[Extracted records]

---

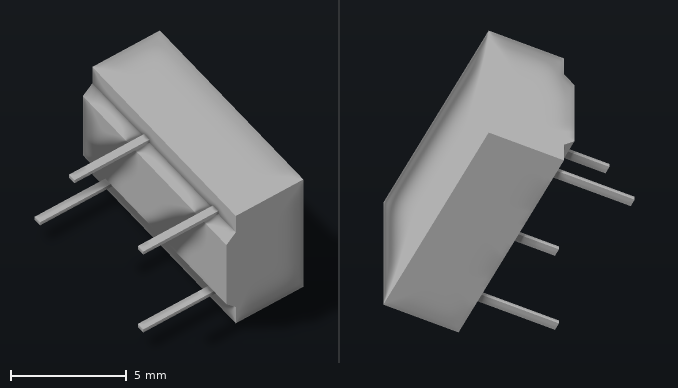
import cadquery as cq

BODY_LENGTH = 10.6
BODY_DEPTH = 3.6
BODY_HEIGHT = 7.0

RAIL_RISE = 0.5
RAIL_BASE_HEIGHT = 4.86
RAIL_TOP_HEIGHT = RAIL_BASE_HEIGHT - 2 * RAIL_RISE

PITCH = 2.54
PIN_WIDTH = 0.4
PIN_THICKNESS = 0.2
PIN_LENGTH = 4.0
PIN_ROOT = 0.5
UPPER_PIN_X = (-0.5 * PITCH, 1.5 * PITCH)
LOWER_PIN_X = (-1.5 * PITCH, 1.5 * PITCH)

PINNED_FACE_Y = 0.0


def make_housing():
    """Block and rail as one profile in YZ, extruded symmetrically along X."""
    back_y = PINNED_FACE_Y + BODY_DEPTH
    rail_y = PINNED_FACE_Y - RAIL_RISE
    profile = [
        (back_y, -BODY_HEIGHT / 2),
        (back_y, BODY_HEIGHT / 2),
        (PINNED_FACE_Y, BODY_HEIGHT / 2),
        (PINNED_FACE_Y, RAIL_BASE_HEIGHT / 2),
        (rail_y, RAIL_TOP_HEIGHT / 2),
        (rail_y, -RAIL_TOP_HEIGHT / 2),
        (PINNED_FACE_Y, -RAIL_BASE_HEIGHT / 2),
        (PINNED_FACE_Y, -BODY_HEIGHT / 2),
    ]
    return cq.Workplane("YZ").polyline(profile).close().extrude(BODY_LENGTH / 2, both=True)


def make_pin(x, z):
    """Straight flat pin centred on (x, z), rooted inside the housing."""
    length = PIN_LENGTH + PIN_ROOT
    center_y = PINNED_FACE_Y + PIN_ROOT - length / 2
    return cq.Workplane("XY").box(PIN_WIDTH, length, PIN_THICKNESS).translate((x, center_y, z))


result = make_housing()
for row_z, row_x in ((PITCH, UPPER_PIN_X), (-PITCH, LOWER_PIN_X)):
    for pin_x in row_x:
        result = result.union(make_pin(pin_x, row_z))
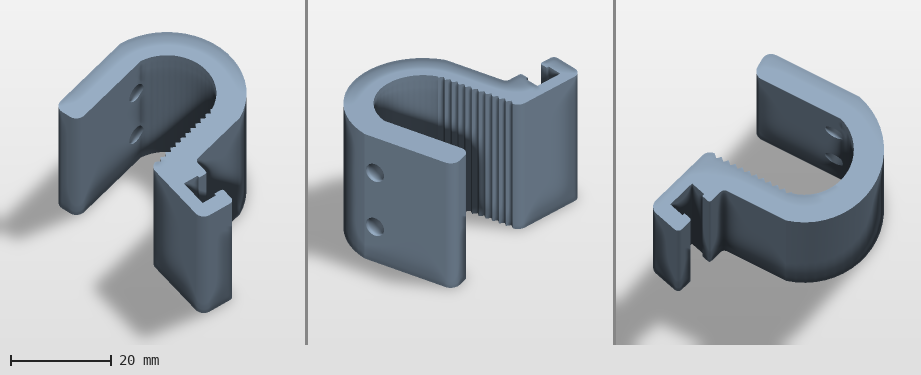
import cadquery as cq
import math

height = 30.0
wall = 6.0
bend_radius = 15.8
leg_outer_x = 15.23
leg_inner_x = leg_outer_x - wall
bore_radius = bend_radius - wall
leg_bottom_y = -16.72
large_fillet = 2.0

tooth_pitch = 1.6
tooth_depth = tooth_pitch / 2
tooth_gaps = 11
first_tip_y = 2.2

foot_tilt = 15.0
foot_length = 17.02
foot_height = 8.05
slot_start = 7.45
slot_width = 6.25
slot_floor = 2.7
lip_overhang = 0.55
lip_underside = 6.05
outer_lip_fillet = 1.03
mouth_fillet = 0.5
neck_fillet = 1.03

hole_diameter = 4.2
hole_spacing = 13.0
hole_y = 1.7


def foot_point(along, up):
    """Convert a position in the tilted foot to X, Y."""
    angle = math.radians(foot_tilt)
    x = leg_inner_x + along * math.cos(angle) + up * math.sin(angle)
    y = leg_bottom_y - along * math.sin(angle) + up * math.cos(angle)
    return x, y


def circle_y(radius, x):
    return math.sqrt(radius**2 - x**2)


def neck_point():
    """Corner where the top of the foot meets the outside of the right leg."""
    angle = math.radians(foot_tilt)
    along = (leg_outer_x - leg_inner_x - foot_height * math.sin(angle)) / math.cos(angle)
    return foot_point(along, foot_height)


def fillet_at(body, point, radius):
    """Round the vertical edge standing at the given X, Y point."""
    nearest = cq.selectors.NearestToPointSelector((*point, height / 2))
    return body.edges("|Z").edges(nearest).fillet(radius)


def make_hook():
    outer_y = circle_y(bend_radius, leg_outer_x)
    inner_y = circle_y(bore_radius, leg_inner_x)
    hook = (
        cq.Workplane("XY")
        .moveTo(-leg_outer_x, leg_bottom_y)
        .lineTo(-leg_outer_x, outer_y)
        .threePointArc((0, bend_radius), (leg_outer_x, outer_y))
        .lineTo(*neck_point())
        .lineTo(*foot_point(0, 0))
        .lineTo(leg_inner_x, inner_y)
        .threePointArc((0, bore_radius), (-leg_inner_x, inner_y))
        .lineTo(-leg_inner_x, leg_bottom_y)
        .close()
        .extrude(height)
    )
    bore_end = cq.Workplane("XY").circle(bore_radius).extrude(height)
    clearance = (
        cq.Workplane("XY")
        .moveTo(0, first_tip_y)
        .lineTo(leg_inner_x, first_tip_y)
        .lineTo(leg_inner_x + wall, first_tip_y + wall)
        .lineTo(0, first_tip_y + wall)
        .close()
        .extrude(height)
    )
    return hook.cut(bore_end.intersect(clearance))


def make_foot():
    slot_end = slot_start + slot_width
    outline = [
        (0, 0),
        (foot_length, 0),
        (foot_length, foot_height),
        (slot_end - lip_overhang, foot_height),
        (slot_end - lip_overhang, lip_underside),
        (slot_end, lip_underside),
        (slot_end, slot_floor),
        (slot_start, slot_floor),
        (slot_start, lip_underside),
        (slot_start + lip_overhang, lip_underside),
        (slot_start + lip_overhang, foot_height),
    ]
    points = [foot_point(*point) for point in outline]
    return cq.Workplane("XY").polyline(points + [neck_point()]).close().extrude(height)


def round_corners(body):
    slot_end = slot_start + slot_width
    corners = [
        ((-leg_outer_x, leg_bottom_y), large_fillet),
        ((-leg_inner_x, leg_bottom_y), large_fillet),
        (foot_point(0, 0), large_fillet),
        (foot_point(foot_length, 0), large_fillet),
        (foot_point(foot_length, foot_height), outer_lip_fillet),
        (foot_point(slot_end - lip_overhang, foot_height), mouth_fillet),
        (foot_point(slot_start + lip_overhang, foot_height), mouth_fillet),
        (neck_point(), neck_fillet),
    ]
    for point, radius in corners:
        body = fillet_at(body, point, radius)
    return body


def cut_teeth(body):
    for index in range(tooth_gaps):
        top_y = first_tip_y - index * tooth_pitch
        notch = (
            cq.Workplane("XY")
            .moveTo(leg_inner_x, top_y)
            .lineTo(leg_inner_x + tooth_depth, top_y - tooth_pitch / 2)
            .lineTo(leg_inner_x, top_y - tooth_pitch)
            .close()
            .extrude(height)
        )
        body = body.cut(notch)
    return body


def cut_screw_holes(body):
    for side in (-1, 1):
        hole_z = height / 2 + side * hole_spacing / 2
        hole = (
            cq.Workplane("YZ", origin=(-leg_outer_x, hole_y, hole_z))
            .circle(hole_diameter / 2)
            .extrude(leg_outer_x)
        )
        body = body.cut(hole)
    return body


clamp = make_hook().union(make_foot()).clean()
clamp = round_corners(clamp)
clamp = cut_teeth(clamp)
result = cut_screw_holes(clamp)

---

Task item - Retype every entry exactly, but keep the pictures out of your copy.

Answer space -
import cadquery as cq

BODY_LENGTH = 10.6
BODY_DEPTH = 3.6
BODY_HEIGHT = 7.0

RAIL_RISE = 0.5
RAIL_BASE_HEIGHT = 4.86
RAIL_TOP_HEIGHT = RAIL_BASE_HEIGHT - 2 * RAIL_RISE

PITCH = 2.54
PIN_WIDTH = 0.4
PIN_THICKNESS = 0.2
PIN_LENGTH = 4.0
PIN_ROOT = 0.5
UPPER_PIN_X = (-0.5 * PITCH, 1.5 * PITCH)
LOWER_PIN_X = (-1.5 * PITCH, 1.5 * PITCH)

PINNED_FACE_Y = 0.0


def make_housing():
    """Block and rail as one profile in YZ, extruded symmetrically along X."""
    back_y = PINNED_FACE_Y + BODY_DEPTH
    rail_y = PINNED_FACE_Y - RAIL_RISE
    profile = [
        (back_y, -BODY_HEIGHT / 2),
        (back_y, BODY_HEIGHT / 2),
        (PINNED_FACE_Y, BODY_HEIGHT / 2),
        (PINNED_FACE_Y, RAIL_BASE_HEIGHT / 2),
        (rail_y, RAIL_TOP_HEIGHT / 2),
        (rail_y, -RAIL_TOP_HEIGHT / 2),
        (PINNED_FACE_Y, -RAIL_BASE_HEIGHT / 2),
        (PINNED_FACE_Y, -BODY_HEIGHT / 2),
    ]
    return cq.Workplane("YZ").polyline(profile).close().extrude(BODY_LENGTH / 2, both=True)


def make_pin(x, z):
    """Straight flat pin centred on (x, z), rooted inside the housing."""
    length = PIN_LENGTH + PIN_ROOT
    center_y = PINNED_FACE_Y + PIN_ROOT - length / 2
    return cq.Workplane("XY").box(PIN_WIDTH, length, PIN_THICKNESS).translate((x, center_y, z))


result = make_housing()
for row_z, row_x in ((PITCH, UPPER_PIN_X), (-PITCH, LOWER_PIN_X)):
    for pin_x in row_x:
        result = result.union(make_pin(pin_x, row_z))
import cadquery as cq
import math

height = 30.0
wall = 6.0
bend_radius = 15.8
leg_outer_x = 15.23
leg_inner_x = leg_outer_x - wall
bore_radius = bend_radius - wall
leg_bottom_y = -16.72
large_fillet = 2.0

tooth_pitch = 1.6
tooth_depth = tooth_pitch / 2
tooth_gaps = 11
first_tip_y = 2.2

foot_tilt = 15.0
foot_length = 17.02
foot_height = 8.05
slot_start = 7.45
slot_width = 6.25
slot_floor = 2.7
lip_overhang = 0.55
lip_underside = 6.05
outer_lip_fillet = 1.03
mouth_fillet = 0.5
neck_fillet = 1.03

hole_diameter = 4.2
hole_spacing = 13.0
hole_y = 1.7


def foot_point(along, up):
    """Convert a position in the tilted foot to X, Y."""
    angle = math.radians(foot_tilt)
    x = leg_inner_x + along * math.cos(angle) + up * math.sin(angle)
    y = leg_bottom_y - along * math.sin(angle) + up * math.cos(angle)
    return x, y


def circle_y(radius, x):
    return math.sqrt(radius**2 - x**2)


def neck_point():
    """Corner where the top of the foot meets the outside of the right leg."""
    angle = math.radians(foot_tilt)
    along = (leg_outer_x - leg_inner_x - foot_height * math.sin(angle)) / math.cos(angle)
    return foot_point(along, foot_height)


def fillet_at(body, point, radius):
    """Round the vertical edge standing at the given X, Y point."""
    nearest = cq.selectors.NearestToPointSelector((*point, height / 2))
    return body.edges("|Z").edges(nearest).fillet(radius)


def make_hook():
    outer_y = circle_y(bend_radius, leg_outer_x)
    inner_y = circle_y(bore_radius, leg_inner_x)
    hook = (
        cq.Workplane("XY")
        .moveTo(-leg_outer_x, leg_bottom_y)
        .lineTo(-leg_outer_x, outer_y)
        .threePointArc((0, bend_radius), (leg_outer_x, outer_y))
        .lineTo(*neck_point())
        .lineTo(*foot_point(0, 0))
        .lineTo(leg_inner_x, inner_y)
        .threePointArc((0, bore_radius), (-leg_inner_x, inner_y))
        .lineTo(-leg_inner_x, leg_bottom_y)
        .close()
        .extrude(height)
    )
    bore_end = cq.Workplane("XY").circle(bore_radius).extrude(height)
    clearance = (
        cq.Workplane("XY")
        .moveTo(0, first_tip_y)
        .lineTo(leg_inner_x, first_tip_y)
        .lineTo(leg_inner_x + wall, first_tip_y + wall)
        .lineTo(0, first_tip_y + wall)
        .close()
        .extrude(height)
    )
    return hook.cut(bore_end.intersect(clearance))


def make_foot():
    slot_end = slot_start + slot_width
    outline = [
        (0, 0),
        (foot_length, 0),
        (foot_length, foot_height),
        (slot_end - lip_overhang, foot_height),
        (slot_end - lip_overhang, lip_underside),
        (slot_end, lip_underside),
        (slot_end, slot_floor),
        (slot_start, slot_floor),
        (slot_start, lip_underside),
        (slot_start + lip_overhang, lip_underside),
        (slot_start + lip_overhang, foot_height),
    ]
    points = [foot_point(*point) for point in outline]
    return cq.Workplane("XY").polyline(points + [neck_point()]).close().extrude(height)


def round_corners(body):
    slot_end = slot_start + slot_width
    corners = [
        ((-leg_outer_x, leg_bottom_y), large_fillet),
        ((-leg_inner_x, leg_bottom_y), large_fillet),
        (foot_point(0, 0), large_fillet),
        (foot_point(foot_length, 0), large_fillet),
        (foot_point(foot_length, foot_height), outer_lip_fillet),
        (foot_point(slot_end - lip_overhang, foot_height), mouth_fillet),
        (foot_point(slot_start + lip_overhang, foot_height), mouth_fillet),
        (neck_point(), neck_fillet),
    ]
    for point, radius in corners:
        body = fillet_at(body, point, radius)
    return body


def cut_teeth(body):
    for index in range(tooth_gaps):
        top_y = first_tip_y - index * tooth_pitch
        notch = (
            cq.Workplane("XY")
            .moveTo(leg_inner_x, top_y)
            .lineTo(leg_inner_x + tooth_depth, top_y - tooth_pitch / 2)
            .lineTo(leg_inner_x, top_y - tooth_pitch)
            .close()
            .extrude(height)
        )
        body = body.cut(notch)
    return body


def cut_screw_holes(body):
    for side in (-1, 1):
        hole_z = height / 2 + side * hole_spacing / 2
        hole = (
            cq.Workplane("YZ", origin=(-leg_outer_x, hole_y, hole_z))
            .circle(hole_diameter / 2)
            .extrude(leg_outer_x)
        )
        body = body.cut(hole)
    return body


clamp = make_hook().union(make_foot()).clean()
clamp = round_corners(clamp)
clamp = cut_teeth(clamp)
result = cut_screw_holes(clamp)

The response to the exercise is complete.